(REQUIRED WORK)
Lines that include the string "along" are the ones to copy from the entries below.

(AVAILABLE RECORDS)
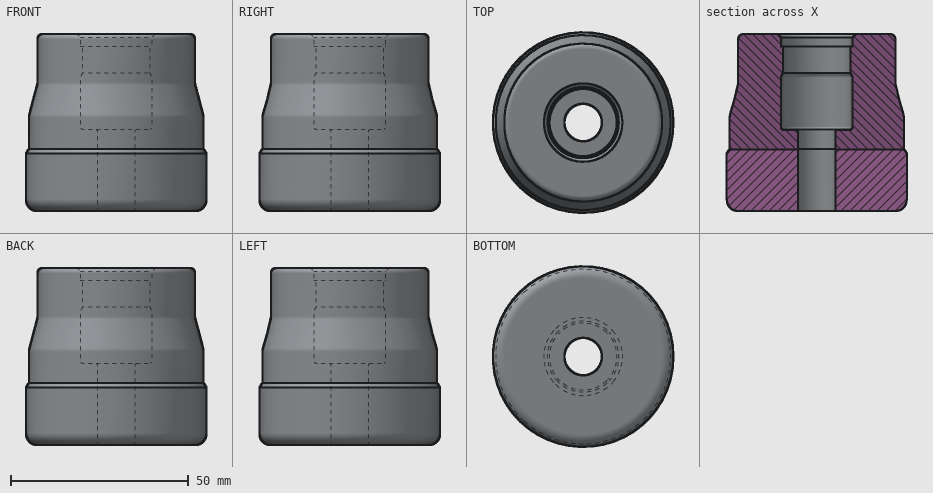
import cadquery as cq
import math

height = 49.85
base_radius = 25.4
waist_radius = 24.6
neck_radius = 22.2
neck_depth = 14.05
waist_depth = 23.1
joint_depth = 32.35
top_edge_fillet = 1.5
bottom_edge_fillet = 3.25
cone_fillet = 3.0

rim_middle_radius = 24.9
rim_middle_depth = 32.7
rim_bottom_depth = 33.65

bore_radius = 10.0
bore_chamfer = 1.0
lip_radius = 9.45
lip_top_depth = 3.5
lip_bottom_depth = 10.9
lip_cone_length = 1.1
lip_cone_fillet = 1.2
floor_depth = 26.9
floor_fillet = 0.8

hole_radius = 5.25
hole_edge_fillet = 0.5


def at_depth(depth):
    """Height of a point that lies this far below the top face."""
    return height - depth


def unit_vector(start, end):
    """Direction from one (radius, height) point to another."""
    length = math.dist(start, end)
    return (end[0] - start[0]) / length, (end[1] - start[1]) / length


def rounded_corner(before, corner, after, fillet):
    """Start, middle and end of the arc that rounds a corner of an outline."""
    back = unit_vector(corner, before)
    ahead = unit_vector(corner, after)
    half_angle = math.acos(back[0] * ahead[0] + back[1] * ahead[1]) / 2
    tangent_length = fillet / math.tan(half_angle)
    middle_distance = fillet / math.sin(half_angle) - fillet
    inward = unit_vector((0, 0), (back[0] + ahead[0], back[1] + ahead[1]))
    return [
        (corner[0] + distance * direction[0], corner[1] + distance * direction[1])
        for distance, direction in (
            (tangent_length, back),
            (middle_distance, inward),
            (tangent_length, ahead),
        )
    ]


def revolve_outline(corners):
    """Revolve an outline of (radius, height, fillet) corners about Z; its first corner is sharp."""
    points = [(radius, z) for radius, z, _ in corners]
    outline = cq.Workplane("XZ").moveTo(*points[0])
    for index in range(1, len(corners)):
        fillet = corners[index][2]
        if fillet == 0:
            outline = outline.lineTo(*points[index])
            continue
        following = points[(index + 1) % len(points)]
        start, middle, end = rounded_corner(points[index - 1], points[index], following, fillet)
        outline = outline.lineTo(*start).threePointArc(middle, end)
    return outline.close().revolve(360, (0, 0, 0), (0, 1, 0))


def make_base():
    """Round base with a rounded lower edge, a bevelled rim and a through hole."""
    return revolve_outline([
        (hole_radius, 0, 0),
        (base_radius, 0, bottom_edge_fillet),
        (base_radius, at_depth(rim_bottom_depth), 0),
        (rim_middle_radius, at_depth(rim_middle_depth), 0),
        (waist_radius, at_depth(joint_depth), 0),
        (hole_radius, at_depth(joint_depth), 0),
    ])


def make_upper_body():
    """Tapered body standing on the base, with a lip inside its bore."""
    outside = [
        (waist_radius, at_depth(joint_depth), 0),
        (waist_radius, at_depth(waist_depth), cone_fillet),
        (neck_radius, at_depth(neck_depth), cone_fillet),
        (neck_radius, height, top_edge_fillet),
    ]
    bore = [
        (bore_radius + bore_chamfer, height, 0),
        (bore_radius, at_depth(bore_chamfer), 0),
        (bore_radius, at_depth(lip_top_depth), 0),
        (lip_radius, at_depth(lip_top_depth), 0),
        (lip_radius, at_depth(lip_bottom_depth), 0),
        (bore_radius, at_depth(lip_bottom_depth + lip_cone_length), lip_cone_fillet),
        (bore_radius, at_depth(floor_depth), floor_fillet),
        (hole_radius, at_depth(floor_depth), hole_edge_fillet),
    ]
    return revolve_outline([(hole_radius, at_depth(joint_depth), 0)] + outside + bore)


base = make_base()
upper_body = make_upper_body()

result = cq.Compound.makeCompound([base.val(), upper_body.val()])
* * *
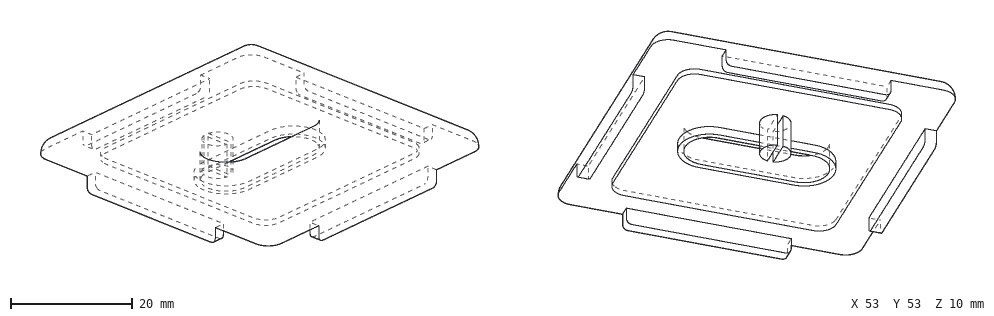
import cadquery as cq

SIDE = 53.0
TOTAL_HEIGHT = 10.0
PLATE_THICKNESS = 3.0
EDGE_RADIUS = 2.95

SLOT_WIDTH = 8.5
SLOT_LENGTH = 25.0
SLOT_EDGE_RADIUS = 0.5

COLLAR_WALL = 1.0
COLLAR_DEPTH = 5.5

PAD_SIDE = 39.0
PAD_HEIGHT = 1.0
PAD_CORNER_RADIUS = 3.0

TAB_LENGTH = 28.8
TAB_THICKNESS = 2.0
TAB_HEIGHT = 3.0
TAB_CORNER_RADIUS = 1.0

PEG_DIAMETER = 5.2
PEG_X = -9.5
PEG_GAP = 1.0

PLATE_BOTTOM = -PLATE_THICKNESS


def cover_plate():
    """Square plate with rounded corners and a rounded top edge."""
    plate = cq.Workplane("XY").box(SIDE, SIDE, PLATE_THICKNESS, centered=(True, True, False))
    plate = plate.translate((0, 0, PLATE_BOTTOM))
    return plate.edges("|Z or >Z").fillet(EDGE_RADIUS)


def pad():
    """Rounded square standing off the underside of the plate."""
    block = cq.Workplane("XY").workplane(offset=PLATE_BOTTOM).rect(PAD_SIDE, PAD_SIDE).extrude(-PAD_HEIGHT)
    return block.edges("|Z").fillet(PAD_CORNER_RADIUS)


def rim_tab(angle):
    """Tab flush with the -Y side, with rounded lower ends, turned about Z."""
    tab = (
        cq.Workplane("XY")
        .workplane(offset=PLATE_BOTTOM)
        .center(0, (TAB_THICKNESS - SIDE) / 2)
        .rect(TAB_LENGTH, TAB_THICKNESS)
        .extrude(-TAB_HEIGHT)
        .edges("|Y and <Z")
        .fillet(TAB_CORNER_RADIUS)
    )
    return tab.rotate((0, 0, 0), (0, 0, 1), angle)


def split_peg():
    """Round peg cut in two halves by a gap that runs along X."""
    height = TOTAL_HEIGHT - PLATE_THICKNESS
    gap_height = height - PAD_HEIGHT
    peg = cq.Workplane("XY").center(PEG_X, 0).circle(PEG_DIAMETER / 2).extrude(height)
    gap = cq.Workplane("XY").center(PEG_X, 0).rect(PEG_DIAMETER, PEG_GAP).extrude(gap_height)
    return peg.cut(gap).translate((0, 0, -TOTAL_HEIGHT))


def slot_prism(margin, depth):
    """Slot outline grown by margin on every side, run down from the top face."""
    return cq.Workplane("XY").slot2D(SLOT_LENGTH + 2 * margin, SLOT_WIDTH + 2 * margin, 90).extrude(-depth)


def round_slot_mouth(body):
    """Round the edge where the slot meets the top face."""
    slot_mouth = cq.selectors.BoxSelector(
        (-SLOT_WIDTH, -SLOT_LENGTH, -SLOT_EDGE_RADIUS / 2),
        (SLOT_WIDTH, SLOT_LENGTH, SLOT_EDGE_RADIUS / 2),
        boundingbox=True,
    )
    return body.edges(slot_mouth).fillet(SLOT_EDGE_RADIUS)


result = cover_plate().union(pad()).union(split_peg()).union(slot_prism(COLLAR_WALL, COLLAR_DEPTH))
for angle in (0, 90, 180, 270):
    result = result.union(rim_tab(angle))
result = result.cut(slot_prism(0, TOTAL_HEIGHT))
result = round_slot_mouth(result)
* * *
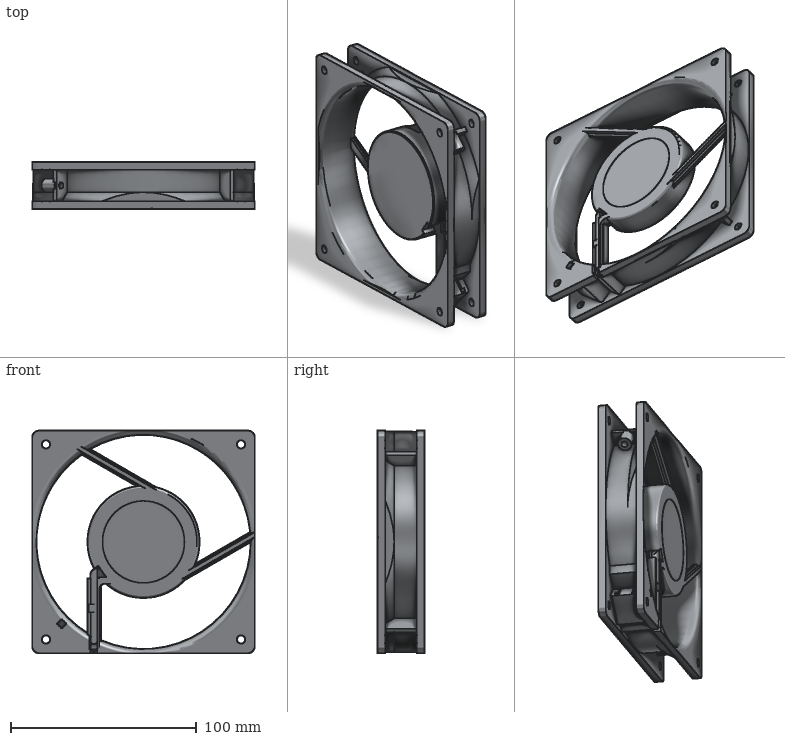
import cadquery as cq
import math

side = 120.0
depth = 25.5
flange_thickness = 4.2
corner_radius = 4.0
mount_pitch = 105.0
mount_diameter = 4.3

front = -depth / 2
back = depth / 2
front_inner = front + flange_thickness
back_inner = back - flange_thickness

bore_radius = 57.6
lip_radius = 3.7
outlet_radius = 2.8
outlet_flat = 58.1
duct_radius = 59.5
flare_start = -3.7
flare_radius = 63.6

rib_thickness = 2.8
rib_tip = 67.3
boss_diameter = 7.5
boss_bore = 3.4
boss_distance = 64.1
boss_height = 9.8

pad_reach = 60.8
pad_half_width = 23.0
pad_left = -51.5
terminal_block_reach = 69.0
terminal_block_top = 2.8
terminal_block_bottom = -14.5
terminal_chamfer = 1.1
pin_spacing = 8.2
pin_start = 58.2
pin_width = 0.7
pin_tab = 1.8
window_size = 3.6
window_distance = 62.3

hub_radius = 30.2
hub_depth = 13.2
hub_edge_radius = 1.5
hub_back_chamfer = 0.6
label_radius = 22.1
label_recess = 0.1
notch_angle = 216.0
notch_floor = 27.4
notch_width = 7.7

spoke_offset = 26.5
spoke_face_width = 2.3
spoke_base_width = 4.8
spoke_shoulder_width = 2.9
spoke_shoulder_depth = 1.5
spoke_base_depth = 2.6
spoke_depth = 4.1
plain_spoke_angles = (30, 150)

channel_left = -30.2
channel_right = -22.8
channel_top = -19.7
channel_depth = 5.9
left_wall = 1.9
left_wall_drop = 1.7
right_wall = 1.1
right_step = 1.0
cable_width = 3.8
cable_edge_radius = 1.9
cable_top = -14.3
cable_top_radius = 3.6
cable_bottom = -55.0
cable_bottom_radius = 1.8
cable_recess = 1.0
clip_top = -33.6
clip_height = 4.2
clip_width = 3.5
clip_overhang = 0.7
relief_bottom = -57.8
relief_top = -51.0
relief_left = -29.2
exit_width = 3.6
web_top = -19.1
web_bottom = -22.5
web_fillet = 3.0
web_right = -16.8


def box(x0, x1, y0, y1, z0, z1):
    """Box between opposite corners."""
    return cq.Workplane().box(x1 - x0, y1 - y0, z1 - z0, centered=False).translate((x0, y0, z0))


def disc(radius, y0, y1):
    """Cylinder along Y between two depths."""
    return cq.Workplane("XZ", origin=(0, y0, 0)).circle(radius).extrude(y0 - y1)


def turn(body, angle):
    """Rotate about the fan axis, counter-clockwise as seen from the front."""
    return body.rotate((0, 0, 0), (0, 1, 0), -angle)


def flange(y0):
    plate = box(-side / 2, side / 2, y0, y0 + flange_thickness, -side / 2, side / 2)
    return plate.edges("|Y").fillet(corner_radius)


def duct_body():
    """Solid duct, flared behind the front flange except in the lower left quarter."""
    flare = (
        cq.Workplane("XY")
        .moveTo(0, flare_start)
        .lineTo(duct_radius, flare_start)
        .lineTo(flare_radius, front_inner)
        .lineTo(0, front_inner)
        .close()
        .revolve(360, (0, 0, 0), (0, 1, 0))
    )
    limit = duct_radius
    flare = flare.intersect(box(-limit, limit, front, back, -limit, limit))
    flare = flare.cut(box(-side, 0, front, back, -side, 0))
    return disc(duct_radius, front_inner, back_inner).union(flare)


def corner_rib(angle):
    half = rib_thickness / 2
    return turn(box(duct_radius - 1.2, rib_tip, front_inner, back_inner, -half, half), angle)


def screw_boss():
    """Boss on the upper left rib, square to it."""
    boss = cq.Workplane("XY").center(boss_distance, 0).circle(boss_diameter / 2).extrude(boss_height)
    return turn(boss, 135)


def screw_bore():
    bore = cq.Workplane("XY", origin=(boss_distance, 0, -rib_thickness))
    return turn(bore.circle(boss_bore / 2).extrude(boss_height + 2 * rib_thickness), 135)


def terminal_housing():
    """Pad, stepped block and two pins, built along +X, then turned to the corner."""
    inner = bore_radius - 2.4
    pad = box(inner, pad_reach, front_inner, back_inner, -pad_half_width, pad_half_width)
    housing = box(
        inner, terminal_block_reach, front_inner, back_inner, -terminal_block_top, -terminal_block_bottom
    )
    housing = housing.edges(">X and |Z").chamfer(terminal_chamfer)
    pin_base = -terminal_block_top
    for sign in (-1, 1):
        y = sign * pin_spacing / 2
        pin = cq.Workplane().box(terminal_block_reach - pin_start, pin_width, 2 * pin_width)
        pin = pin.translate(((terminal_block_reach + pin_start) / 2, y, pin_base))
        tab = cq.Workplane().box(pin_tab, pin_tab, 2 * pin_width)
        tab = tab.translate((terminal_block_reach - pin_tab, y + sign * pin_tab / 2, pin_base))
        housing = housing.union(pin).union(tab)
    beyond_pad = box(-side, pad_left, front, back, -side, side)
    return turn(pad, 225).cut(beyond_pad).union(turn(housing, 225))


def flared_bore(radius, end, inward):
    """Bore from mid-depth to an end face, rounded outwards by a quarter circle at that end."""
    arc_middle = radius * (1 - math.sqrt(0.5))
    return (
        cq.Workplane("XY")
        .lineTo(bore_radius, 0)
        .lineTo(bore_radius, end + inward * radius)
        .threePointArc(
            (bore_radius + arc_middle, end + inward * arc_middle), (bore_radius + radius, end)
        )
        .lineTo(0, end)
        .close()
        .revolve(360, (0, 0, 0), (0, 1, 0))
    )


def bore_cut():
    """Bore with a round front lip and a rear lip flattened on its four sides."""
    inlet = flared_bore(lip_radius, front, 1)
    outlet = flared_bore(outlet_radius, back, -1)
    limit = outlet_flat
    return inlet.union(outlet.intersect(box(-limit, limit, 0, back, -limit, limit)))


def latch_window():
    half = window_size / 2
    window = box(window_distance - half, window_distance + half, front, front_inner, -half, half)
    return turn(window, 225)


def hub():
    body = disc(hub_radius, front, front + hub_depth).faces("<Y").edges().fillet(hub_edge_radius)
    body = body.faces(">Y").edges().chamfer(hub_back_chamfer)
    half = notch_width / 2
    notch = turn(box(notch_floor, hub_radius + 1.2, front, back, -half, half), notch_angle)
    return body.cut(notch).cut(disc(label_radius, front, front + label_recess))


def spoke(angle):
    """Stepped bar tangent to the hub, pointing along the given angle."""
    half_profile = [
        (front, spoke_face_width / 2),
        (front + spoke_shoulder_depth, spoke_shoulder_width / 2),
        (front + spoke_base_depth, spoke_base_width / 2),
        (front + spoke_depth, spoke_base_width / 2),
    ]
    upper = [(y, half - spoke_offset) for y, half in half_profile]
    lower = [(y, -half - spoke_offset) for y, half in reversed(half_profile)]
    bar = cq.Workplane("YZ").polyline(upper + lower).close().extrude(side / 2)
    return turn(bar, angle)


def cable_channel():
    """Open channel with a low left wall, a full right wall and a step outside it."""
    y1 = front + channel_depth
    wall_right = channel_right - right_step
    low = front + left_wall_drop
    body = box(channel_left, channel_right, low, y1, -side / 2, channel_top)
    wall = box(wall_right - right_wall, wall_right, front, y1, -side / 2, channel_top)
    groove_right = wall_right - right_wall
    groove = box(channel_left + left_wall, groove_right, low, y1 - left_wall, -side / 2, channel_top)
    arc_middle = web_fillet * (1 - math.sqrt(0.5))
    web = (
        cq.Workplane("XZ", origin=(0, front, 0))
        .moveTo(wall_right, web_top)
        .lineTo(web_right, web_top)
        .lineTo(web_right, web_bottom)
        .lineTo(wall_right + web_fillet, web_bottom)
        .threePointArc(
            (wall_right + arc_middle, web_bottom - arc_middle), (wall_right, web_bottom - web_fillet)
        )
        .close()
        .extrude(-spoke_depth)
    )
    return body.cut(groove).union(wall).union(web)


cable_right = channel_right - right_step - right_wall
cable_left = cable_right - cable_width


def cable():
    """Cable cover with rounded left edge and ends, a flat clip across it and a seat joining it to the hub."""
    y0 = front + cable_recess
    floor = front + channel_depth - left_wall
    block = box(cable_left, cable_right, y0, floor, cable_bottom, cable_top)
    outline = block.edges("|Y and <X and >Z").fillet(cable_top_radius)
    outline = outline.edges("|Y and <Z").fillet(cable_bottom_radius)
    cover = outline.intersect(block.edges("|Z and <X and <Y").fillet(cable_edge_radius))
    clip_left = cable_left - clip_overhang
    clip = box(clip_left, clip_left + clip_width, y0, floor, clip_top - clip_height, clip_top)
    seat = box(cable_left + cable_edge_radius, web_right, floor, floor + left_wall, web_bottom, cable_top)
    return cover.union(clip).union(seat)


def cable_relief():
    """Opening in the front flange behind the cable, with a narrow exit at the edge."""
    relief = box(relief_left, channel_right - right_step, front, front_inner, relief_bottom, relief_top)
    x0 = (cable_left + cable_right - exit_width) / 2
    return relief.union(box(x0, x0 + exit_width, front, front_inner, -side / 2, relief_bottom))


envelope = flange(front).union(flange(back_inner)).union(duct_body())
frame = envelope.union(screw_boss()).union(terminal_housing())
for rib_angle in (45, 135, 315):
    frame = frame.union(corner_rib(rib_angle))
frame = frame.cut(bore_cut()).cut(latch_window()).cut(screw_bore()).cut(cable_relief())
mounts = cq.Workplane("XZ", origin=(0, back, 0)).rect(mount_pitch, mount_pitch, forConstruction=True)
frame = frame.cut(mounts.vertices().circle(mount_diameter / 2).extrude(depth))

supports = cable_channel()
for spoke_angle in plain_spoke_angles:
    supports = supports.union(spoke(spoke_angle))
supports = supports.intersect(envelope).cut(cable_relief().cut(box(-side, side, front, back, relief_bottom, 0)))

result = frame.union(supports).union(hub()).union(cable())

(ANSWER)
    """Round peg cut in two halves by a gap that runs along X."""
    """Cylinder along Y between two depths."""
    """Pad, stepped block and two pins, built along +X, then turned to the corner."""
    """Stepped bar tangent to the hub, pointing along the given angle."""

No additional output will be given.